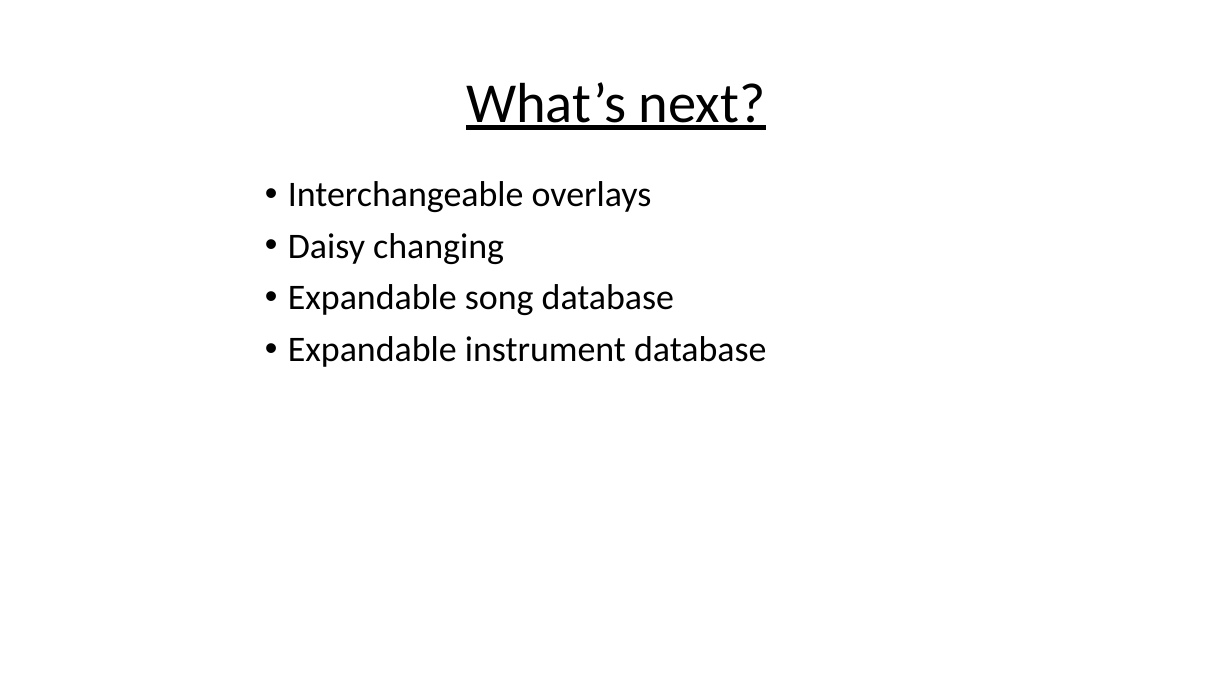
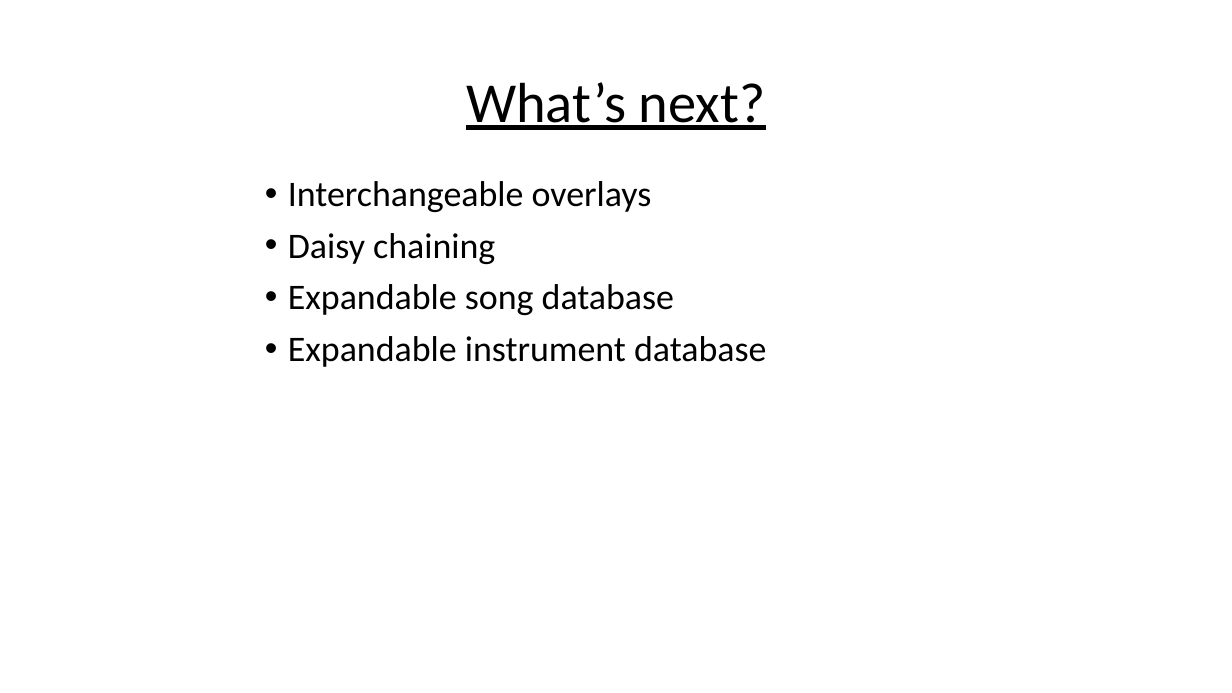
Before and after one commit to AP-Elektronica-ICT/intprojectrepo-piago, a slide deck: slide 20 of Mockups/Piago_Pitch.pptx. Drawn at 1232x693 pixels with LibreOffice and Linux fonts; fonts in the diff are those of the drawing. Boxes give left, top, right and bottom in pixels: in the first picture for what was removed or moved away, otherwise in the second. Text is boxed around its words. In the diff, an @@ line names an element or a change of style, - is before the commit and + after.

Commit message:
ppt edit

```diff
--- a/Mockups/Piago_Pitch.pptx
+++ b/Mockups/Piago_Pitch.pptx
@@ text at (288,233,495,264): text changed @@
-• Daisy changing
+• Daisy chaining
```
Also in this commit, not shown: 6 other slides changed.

━━━━━━━━━━━━━━━━━━━━━━━━━━━━━━

▶ _TASK ITEM_
Only the text of the records belongs in the answer; reproduce it verbatim, with no pictures.

▶ _SOLUTION FOR THIS EXERCISE_
Before and after one commit to AP-Elektronica-ICT/intprojectrepo-piago, a slide deck: slide 20 of Mockups/Piago_Pitch.pptx. Drawn at 1232x693 pixels with LibreOffice and Linux fonts; fonts in the diff are those of the drawing. Boxes give left, top, right and bottom in pixels: in the first picture for what was removed or moved away, otherwise in the second. Text is boxed around its words. In the diff, an @@ line names an element or a change of style, - is before the commit and + after.

Commit message:
ppt edit

```diff
--- a/Mockups/Piago_Pitch.pptx
+++ b/Mockups/Piago_Pitch.pptx
@@ text at (288,233,495,264): text changed @@
-• Daisy changing
+• Daisy chaining
```
Also in this commit, not shown: 6 other slides changed.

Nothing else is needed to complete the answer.